Each step references outputs from previous steps using a simple variable syntax. The pipeline runner resolves these references, validates the data shapes against the agent contracts, and handles errors at each handoff.
Validation Between Handoffs
The space between two agents is where things break. Agent A returns something unexpected, agent B receives garbage, and the pipeline produces nonsense. Validation at handoff points catches these failures early.
interface HandoffValidator {
validate(
output: unknown,
expectedSchema: Schema
): ValidationResult;
}
// Between each pipeline step:
const result = await agent.run(input);
const validation = validator.validate(result, nextAgent.inputSchema);
if (!validation.valid) {
// Option 1: Retry with error context
const retryResult = await agent.run(input, {
additionalContext: `Previous output was invalid: ${validation.errors.join(", ")}. Please fix.`,
});
// Option 2: Fall back to a default
// Option 3: Halt the pipeline with a clear error
}
Three validation strategies, in order of preference:
- Retry with feedback. Give the agent its validation errors and ask it to fix them. Works well for formatting issues.
- Default values. If a non-critical field is missing, use a sensible default and continue.
- Halt with diagnostics. If the output is fundamentally wrong, stop the pipeline and report exactly which step failed and why.
Building with Agent Forge
Agent Forge provides scaffolding for this pattern. It generates the agent configuration files, sets up the contract validation, and creates the pipeline runner — so you can focus on writing the system prompts and testing the agent behavior rather than building infrastructure.
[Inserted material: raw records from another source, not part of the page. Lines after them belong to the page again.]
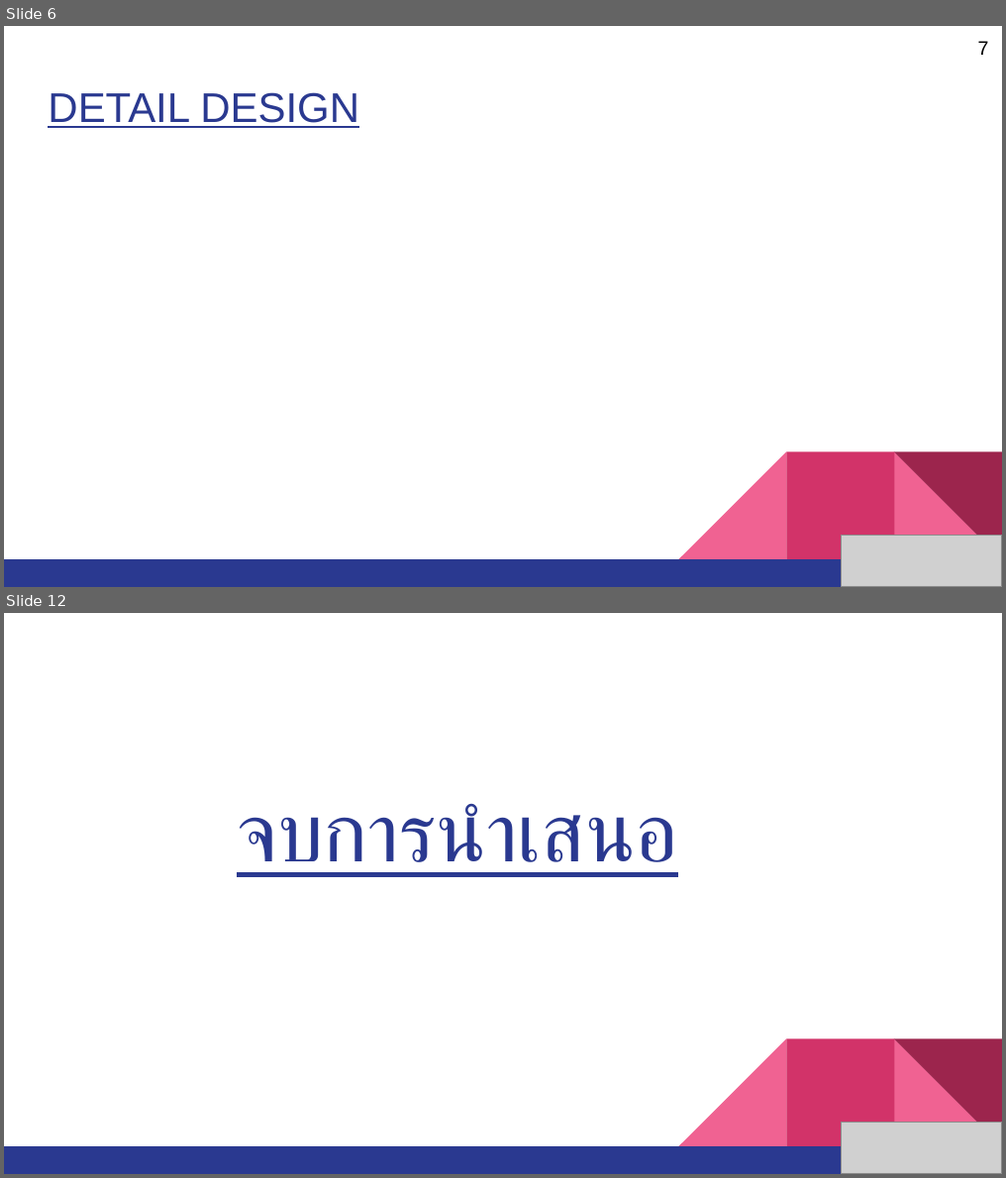
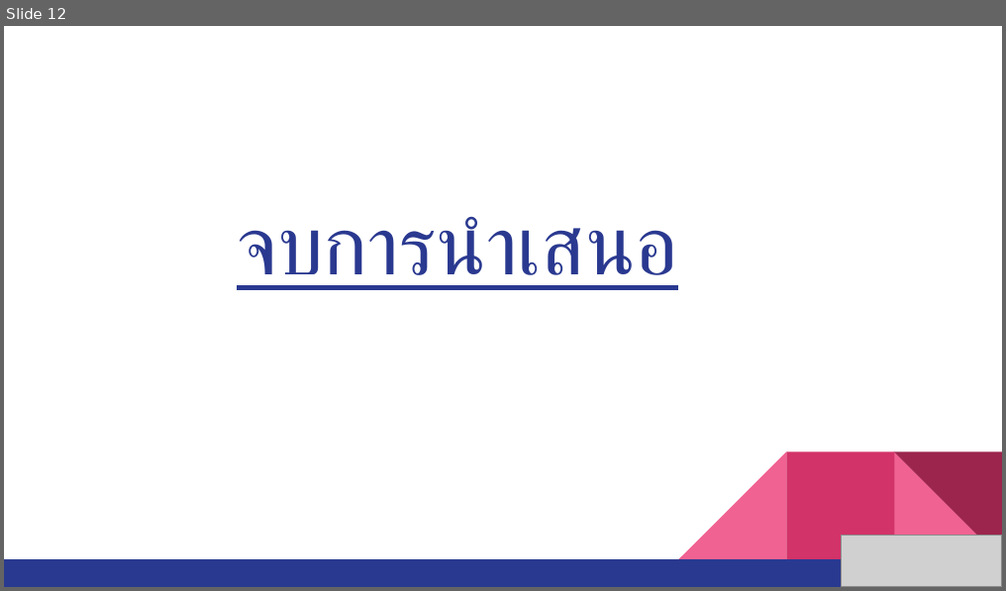
Before and after one commit to Plzzz256/waterfiller_automation, a slide deck: เครื่องกรอกน้ำอัตโนมัติ.pptx. Shown one above the other, each under a label of ours: slides 6 and 12 before the commit, slide 12 after it; the slides between them are not shown. The pictures are 1006x1178 and 1006x591 pixels, drawn with LibreOffice and Linux fonts; fonts in the diff are those of the drawing; grey boxes stand for pictures. Boxes give left, top, right and bottom in pixels: in the first picture for what was removed or moved away, otherwise in the second. Text is boxed around its words. In the diff, an @@ line names an element or a change of style, - is before the commit and + after.

```diff
--- a/เครื่องกรอกน้ำอัตโนมัติ.pptx
+++ b/เครื่องกรอกน้ำอัตโนมัติ.pptx
@@ slide 6 removed at [4, 26, 1002, 587], background #FFFFFF; not listed: 5 template elements that a slide beside it also shows @@
@@ text removed at [978, 41, 989, 55] @@
-7
@@ title removed at [48, 92, 359, 128] @@
-DETAIL DESIGN
@@ picture removed at [842, 535, 1002, 586] @@
```
Also in this commit, not shown: 9 slides changed, 1 slide added.
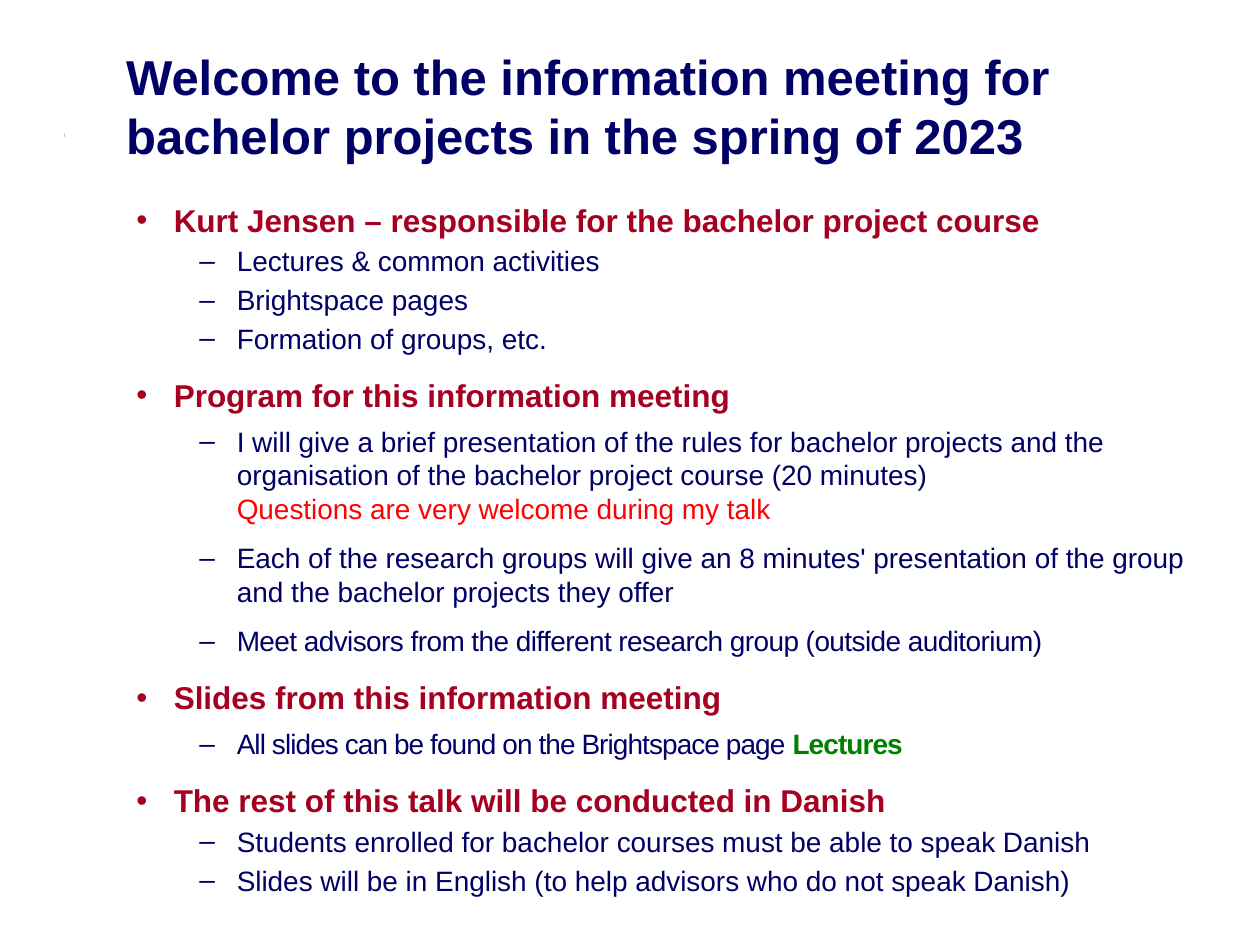
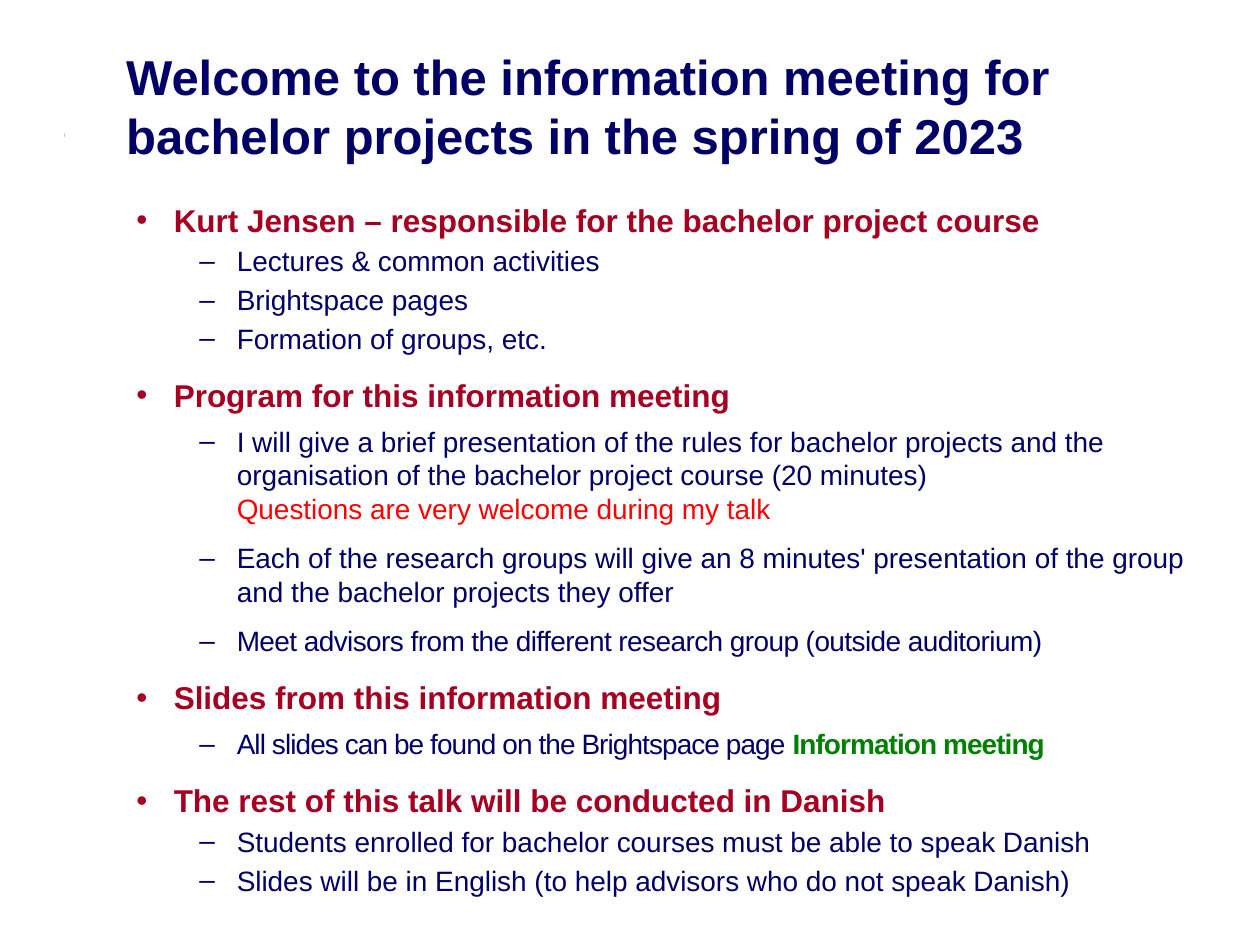
Before and after one commit to IntProgAU/Materiale, a slide deck: slide 1 of web/b23/0 Information Meeting.pptx. Drawn at 1260x945 pixels with LibreOffice and Linux fonts; fonts in the diff are those of the drawing. Boxes give left, top, right and bottom in pixels: in the first picture for what was removed or moved away, otherwise in the second. Text is boxed around its words. In the diff, an @@ line names an element or a change of style, - is before the commit and + after.

```diff
--- a/web/b23/0 Information Meeting.pptx
+++ b/web/b23/0 Information Meeting.pptx
@@ text at box(237, 733, 1045, 759): text changed @@
-  – All slides can be found on the Brightspace page Lectures
+  – All slides can be found on the Brightspace page Information meeting
```
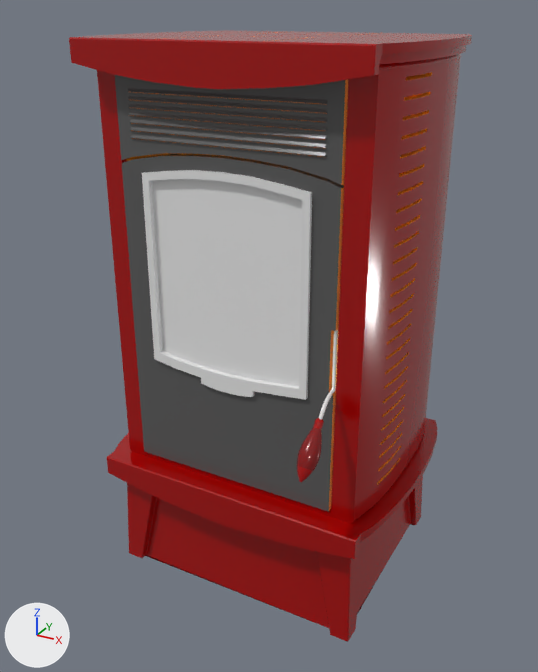
Two versions of the glTF model docs/models/stove/stove.glb, one commit apart.
Before and after are seen from a camera (50 mm lens) standing at (0.724, -1.323, 0.643) and looking at (0.0, -0.007, -0.015). Lighting does not change. The marker at lower left points along +X, +Y and +Z. Where no turn or scale is listed for an object, it has been applied to the vertices.

Before the edit, the objects in view are built like this:
```python
ob_cubo_1 = bpy.data.objects.new('Cubo_1', me_cubo_1)
ob_cubo_1.location = (0.248, 0.047, 0.101)
ob_fusion_pellet_stove = bpy.data.objects.new('fusion_pellet_stove', me_fusion_pellet_stove)
ob_fusion_pellet_stove.location = (0.0, 0.051, -0.595)
ob_object001 = bpy.data.objects.new('Object001', me_object001)
ob_object001.location = (0.0, 0.051, -0.595)
ob_object002 = bpy.data.objects.new('Object002', me_object002)
ob_object002.location = (0.0, 0.051, -0.595)
```
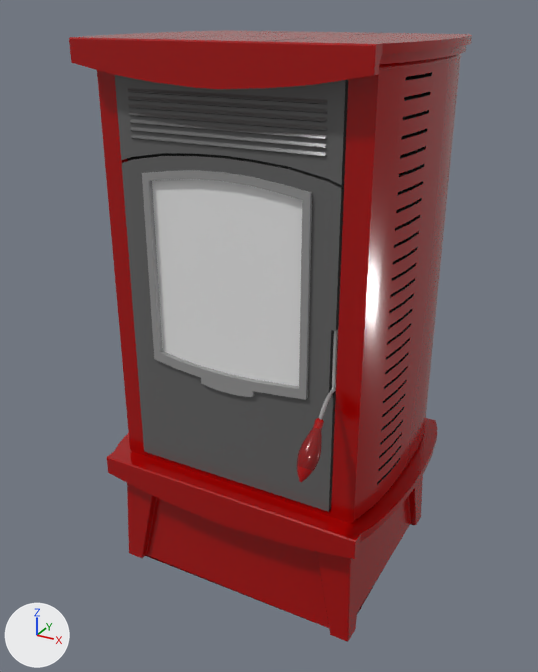
Pixel boxes (x1, y1, x2, y2) of what changed, in the pictures (538 x 672 px):
'fusion_pellet_stove', recoloured: (123, 31, 435, 514) in both
'Object001', recoloured: (123, 80, 348, 512) in both
'Cubo_1', deleted: before (336, 344, 338, 374)

Patch to the scene script:
```diff
--- a/docs/models/stove/stove.glb.py
+++ b/docs/models/stove/stove.glb.py
@@ mat_material__58 @@
 mat_material__58 = principled_material('Material #58')
-mat_material__58.base_color = (1.0, 0.282, 0.0)  # orange #ff9100
+mat_material__58.base_color = (0.0, 0.0, 0.0)  # black #000000
 mat_material__58.roughness = 0.702
@@ mat_material__56 @@
 mat_material__56 = principled_material('Material #56')
-mat_material__56.base_color = (0.8, 0.8, 0.8)  # white #e7e7e7
+mat_material__56.base_color = (0.294, 0.294, 0.294)  # grey #949494
 mat_material__56.roughness = 0.176
@@ ob_cubo_1 @@
-ob_cubo_1 = bpy.data.objects.new('Cubo_1', me_cubo_1)
-ob_cubo_1.location = (0.248, 0.047, 0.101)
```

# Scaffold a new sub-agent
agent-forge create test-generator --model claude-sonnet --category testing
# Define the contract interactively
agent-forge contract test-generator
# Add it to a pipeline
agent-forge pipeline add pr-review --step test-generator --after diff-analyzer
# Run the pipeline locally
agent-forge pipeline run pr-review --input '{"diff": "..."}'
Design Guidelines
Keep prompts under 500 words. If your system prompt is longer, your agent’s scope is probably too broad. Split it.
Test with adversarial inputs. Send your agent malformed JSON, empty strings, and absurdly long inputs. The contract validation should catch these, but verify.
Version your agents. When you update a system prompt, the agent’s behavior changes. Tag versions so pipelines can pin to a known-good configuration.
Log everything. Every sub-agent invocation should log its input, output, model used, token count, and latency. This data is essential for debugging pipelines and optimizing costs.
Start with two agents. Do not design a twelve-agent pipeline on paper. Build two agents, connect them, verify the handoff works, then add the third. Incremental composition catches integration issues early.
The goal is not to build the most sophisticated multi-agent system. The goal is to build reliable, predictable automation from small, testable pieces.